::: RECORDS SHOWN

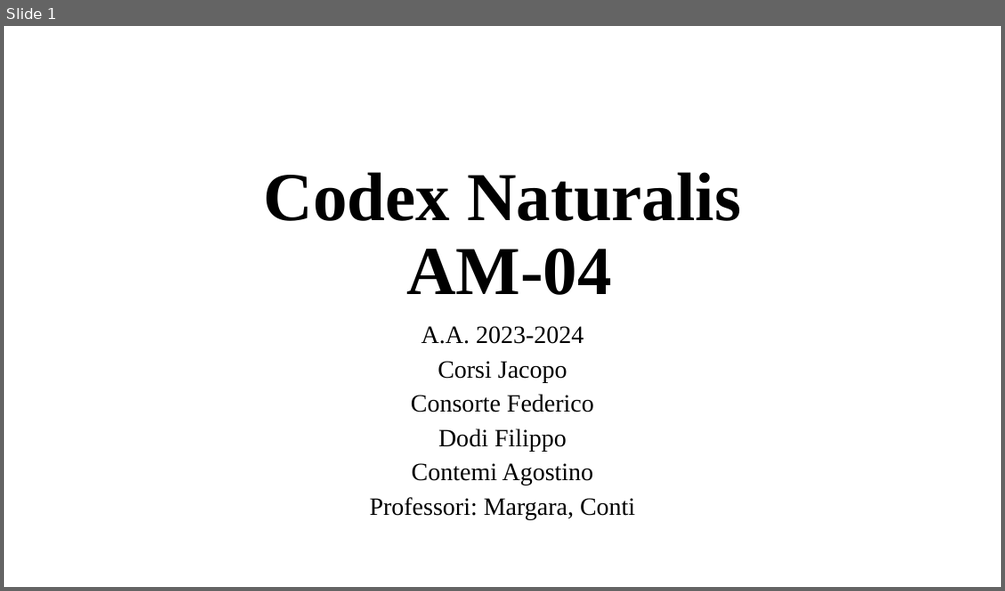
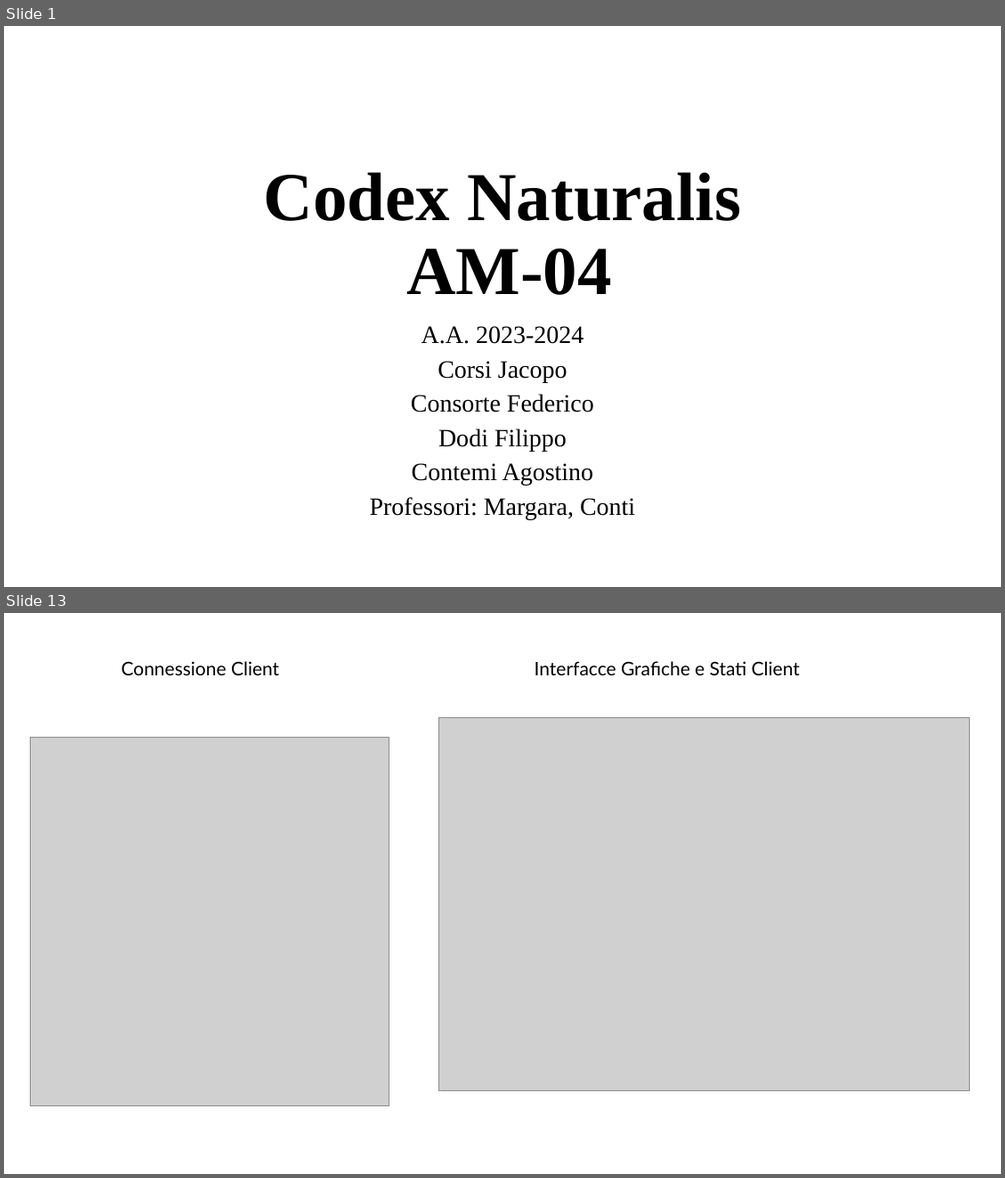
Before and after one commit to Ago19pc/IS24-AM04, a slide deck: deliveries/Codex Naturalis.pptx. Shown one above the other, each under a label of ours: slide 1 before the commit, slides 1 and 13 after it; the slides between them are not shown. The pictures are 1005x591 and 1005x1178 pixels, drawn with LibreOffice and Linux fonts; fonts in the diff are those of the drawing; grey boxes stand for pictures; background and template pictures are left out. Boxes give left, top, right and bottom in pixels: in the first picture for what was removed or moved away, otherwise in the second. Text is boxed around its words. In the diff, an @@ line names an element or a change of style, - is before the commit and + after.

```diff
--- a/deliveries/Codex Naturalis.pptx
+++ b/deliveries/Codex Naturalis.pptx
@@ slide 13 added at (4, 613, 1001, 1174), background #FFFFFF @@
@@ text added at (121, 661, 279, 675), 18 pt, text #000000 @@
+Connessione Client
@@ text added at (534, 661, 800, 675), 18 pt, text #000000 @@
+Interfacce Grafiche e Stati Client
@@ picture added at (438, 718, 970, 1091) @@
@@ picture added at (30, 737, 389, 1107) @@
```
Also in this commit, not shown: 8 slides changed, 4 other slides added, 4 slides removed.
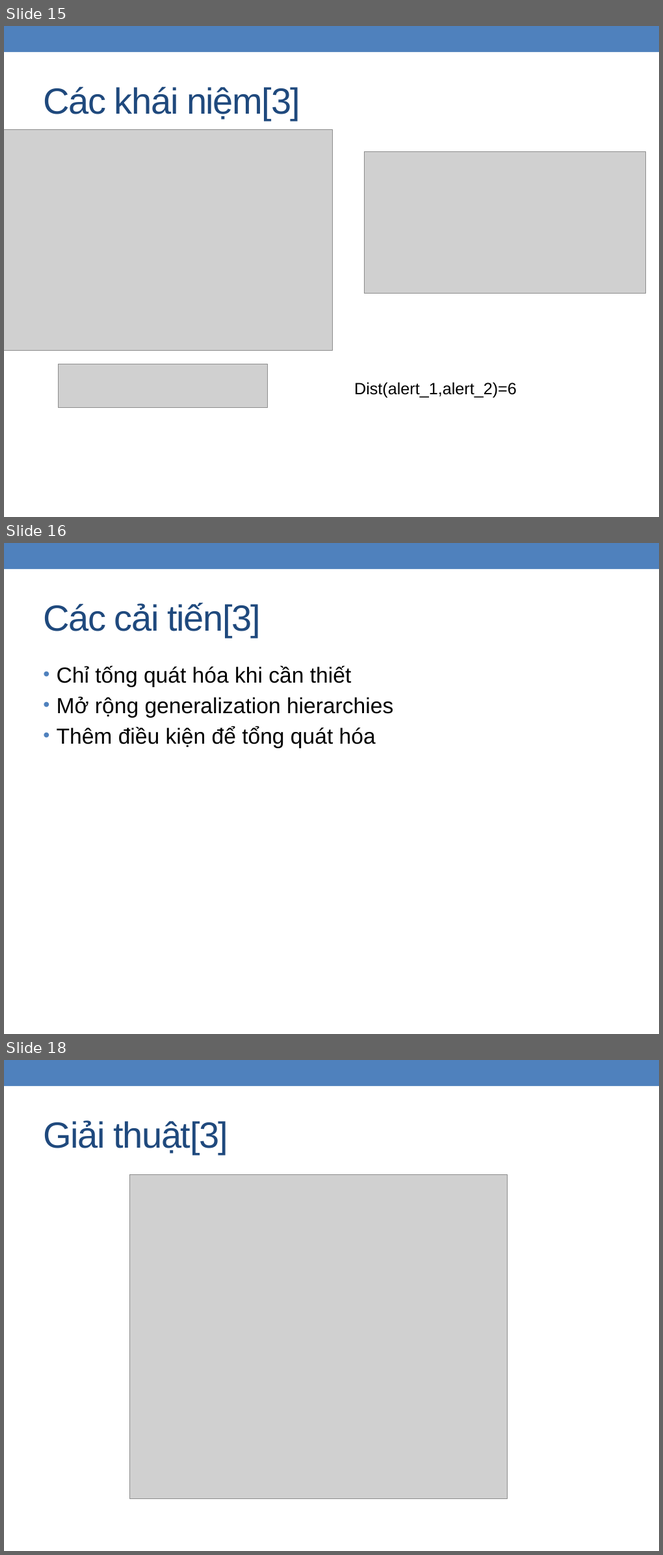
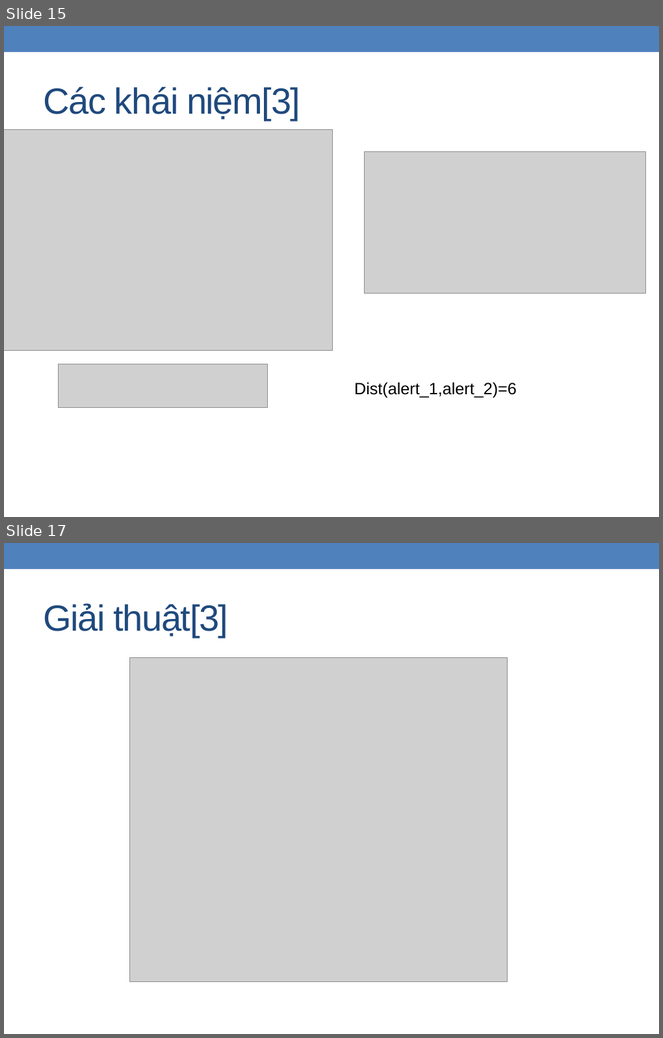
Before and after one commit to zedster27/secviz, a slide deck: branches/C.Thang/Baocao15.1.pptx. Shown one above the other, each under a label of ours: slides 15, 16 and 18 before the commit, slides 15 and 17 after it; the slides between them are not shown. The pictures are 663x1555 and 663x1038 pixels, drawn with LibreOffice and Linux fonts; fonts in the diff are those of the drawing; grey boxes stand for pictures. Boxes give left, top, right and bottom in pixels: in the first picture for what was removed or moved away, otherwise in the second. Text is boxed around its words. In the diff, an @@ line names an element or a change of style, - is before the commit and + after.

```diff
--- a/branches/C.Thang/Baocao15.1.pptx
+++ b/branches/C.Thang/Baocao15.1.pptx
@@ slide 16 removed at (4,543,659,1034), background #FFFFFF; not listed: 1 template element that a slide beside it also shows @@
@@ title removed at (43,603,261,637) @@
-Các cải tiến[3]
@@ text removed at (57,666,393,748) @@
-• Chỉ tống quát hóa khi cần thiết
-• Mở rộng generalization hierarchies
-• Thêm điều kiện để tổng quát hóa
@@ what was slide 18 is now slide 17 @@
```
Also in this commit, not shown: 3 slides changed, 3 other files.

::::::

TASK TO COMPLETE
Where a line of the data holds the word "background", copy that line.

EXERCISE RESULT
Before and after one commit to Ago19pc/IS24-AM04, a slide deck: deliveries/Codex Naturalis.pptx. Shown one above the other, each under a label of ours: slide 1 before the commit, slides 1 and 13 after it; the slides between them are not shown. The pictures are 1005x591 and 1005x1178 pixels, drawn with LibreOffice and Linux fonts; fonts in the diff are those of the drawing; grey boxes stand for pictures; background and template pictures are left out. Boxes give left, top, right and bottom in pixels: in the first picture for what was removed or moved away, otherwise in the second. Text is boxed around its words. In the diff, an @@ line names an element or a change of style, - is before the commit and + after.
@@ slide 13 added at (4, 613, 1001, 1174), background #FFFFFF @@
@@ slide 16 removed at (4,543,659,1034), background #FFFFFF; not listed: 1 template element that a slide beside it also shows @@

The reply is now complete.